The trishula is a trident and a symbol often found in Buddhism and Hinduism. In Thailand and India, the term is often associated with short-handled weapons which are usually mounted on staffs.

But the Trishula is usually bladed, differentiating itself from the Okinawan sai. In the languages of Indonesian and Malay, ‘trisula’ specifically refers to a long-handled trident, and its diminutive variety is known as tekpi or chabang.

Symbolism Of The Trishula

The Trishula has significant and polyvalent symbolism throughout cultures. In Hindu Mythology, one of the Trinity, God Shiva is known to wield the trident.

There is a story of how he had severed the head of another god, Ganesha, with his trishula. Durga, a female warrior god, is also known to carry the weapon.

The three prongs of the trishula have multiple meanings and values. As it is very common in Hindu mythology, there are many stories associated with the significance that the three points carry.

The three sharp points are usually believed to represent trinities like:

1. Creation, maintenance, and destruction

2. Past, present, and future

3. Dhamma and Dharma or (law and order), mutual enjoyment or bliss and created bodies or emanation

4. Psychic, spiritual, and relative

5. Joy, love and compassion,

6. Knowledge, wisdom and clarity

7. Egotism, repute, and pride

8. Soul, fire, and earth

9. Insight, serenity, and Bodhisattvahood or Arhatship

10. Manifestation, Sublime and prayer

11. Atman, mind, and body

12. Death, ascension, and resurrection

According to the Hindu Puranas, Shiva’s trishula as a weapon will destroy the worlds: the physical world, the world of the ancestors as a representation of the traditions of the past, and the world of the mind as a representation of the sensing and acting processes.

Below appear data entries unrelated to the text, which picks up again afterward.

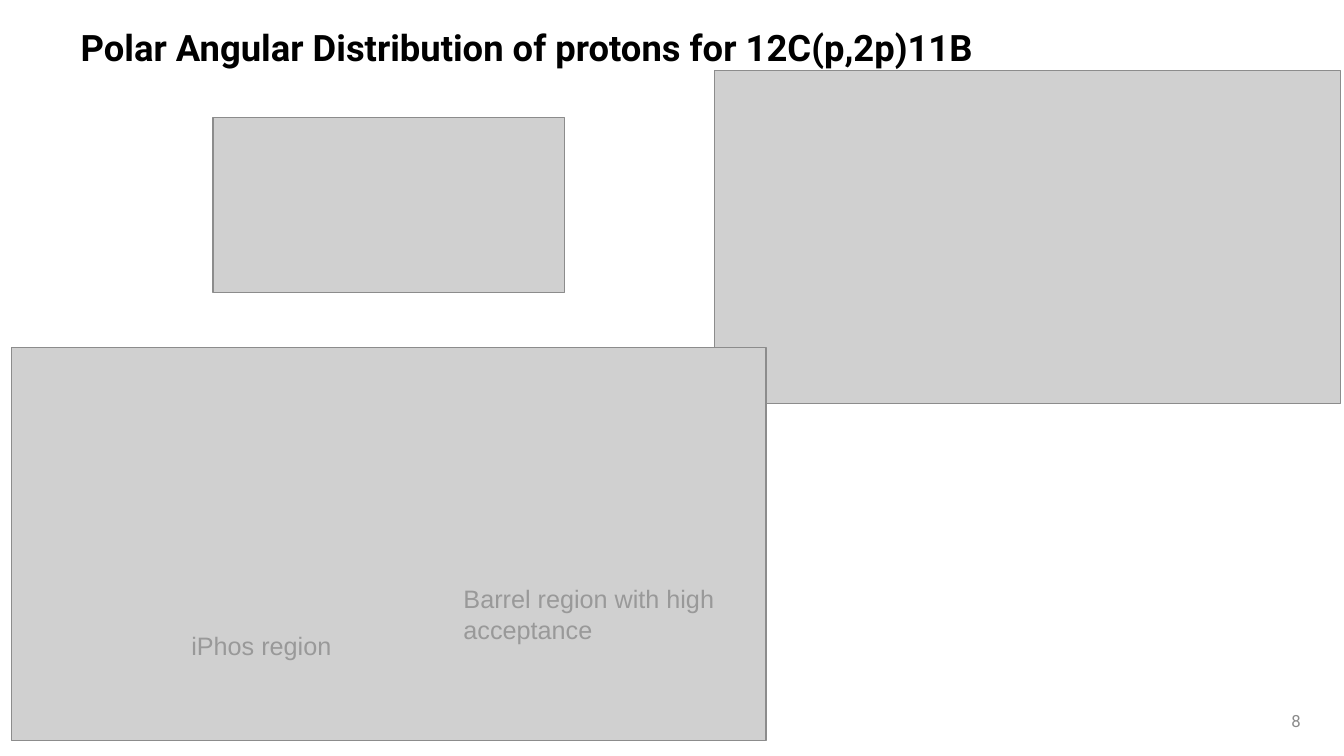
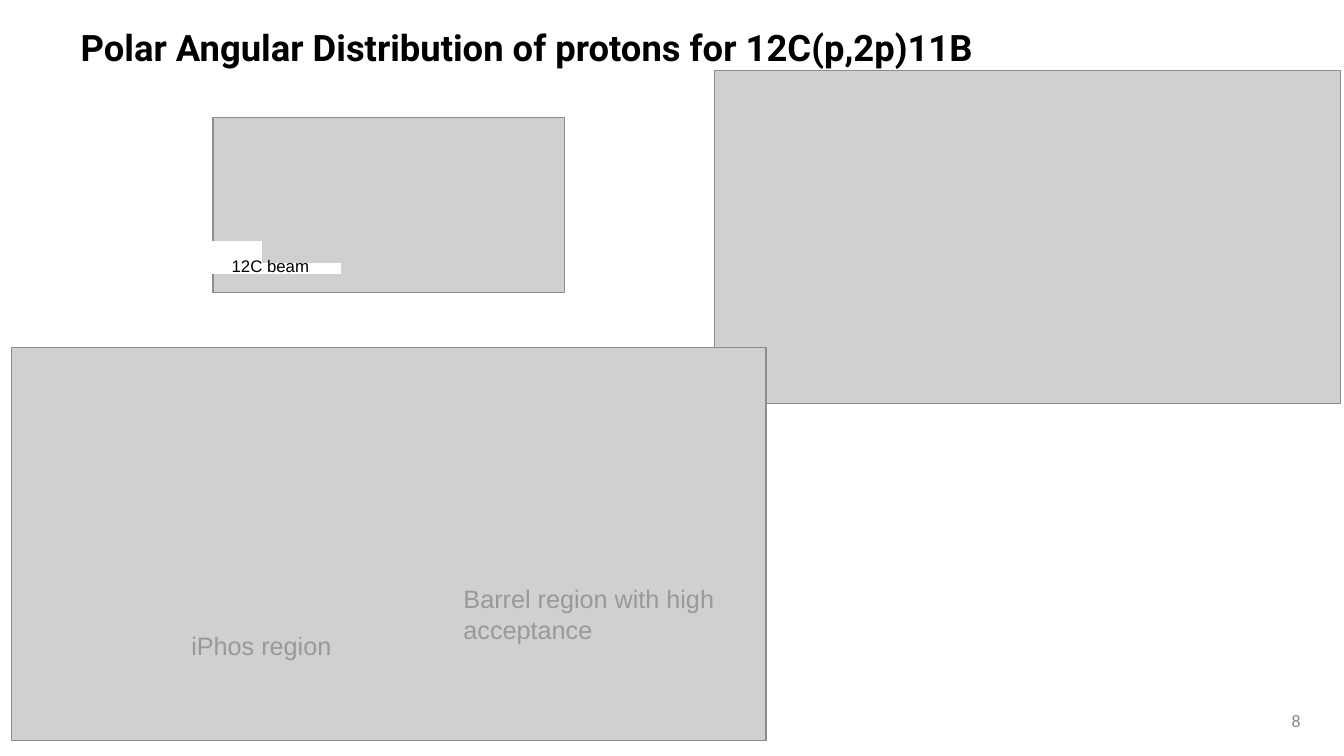
Before and after one commit to jenegger/r3b_week2020, a slide deck: slide 8 of r3b_presentation.odp. Drawn at 1344x756 pixels with LibreOffice and Linux fonts; fonts in the diff are those of the drawing; grey boxes stand for pictures; background and template pictures are left out. Boxes give left, top, right and bottom in pixels: in the first picture for what was removed or moved away, otherwise in the second. Text is boxed around its words. In the diff, an @@ line names an element or a change of style, - is before the commit and + after.

```diff
--- a/r3b_presentation.odp
+++ b/r3b_presentation.odp
@@ rectangle added at (x1=202, y1=242, x2=262, y2=273), fill #FFFFFF, outline #FFFFFF 0 pt @@
@@ rectangle added at (x1=230, y1=263, x2=341, y2=273), fill #FFFFFF, outline #FFFFFF 0 pt @@
@@ text added at (x1=232, y1=258, x2=309, y2=276), 12 pt, text #000000 @@
+12C beam
```
Also in this commit, not shown: 1 other file.

This destruction is supposed to bring forth peace, serenity, and bliss. The destruction will create a single plane of existence for all.

Our human body also channelizes the trishula. The meeting point between our brows of the three energy channels of Ida, Pingala, and Shushmana.

The central Nadi or energy channel Shushmana continues to the 7th Chakra. The other two end at the brow where our 6th energy center is supposed to be located.

The trident’s central point is a representation of the Shushmana which is the reason for being a longer prong than the other two, each of which represents the Ida and the Pingala.

Other References:

1. Shiva Puran mentions that Shiva is self-created. He is a direct incarnation of Sadashiv and carries the trident from the beginning of the universe.

2. Vishnu Puran tells the story of how Vishwakarma used the sun’s matter to create the trishula. Vishwakarma’s daughter was unhappy in her marriage to Suryadeva so Vishwakarma requested him to decrease his heat. With that excess heat that fell on earth, Vishwakarma forged the Trishula.

3. The Buddhist doctrine of Triratna is also associated with the Trishula.

4. In Nepal, the Communist Party of Nepal uses the Trishula as their election symbol.

5. The Romani word ‘Trishel’, which sounds similar to Trishul, means the ‘cross’.

The magic of the Trishul is multifaceted. Its symbol connects us with your inner world, the outer world and the spiritual world too.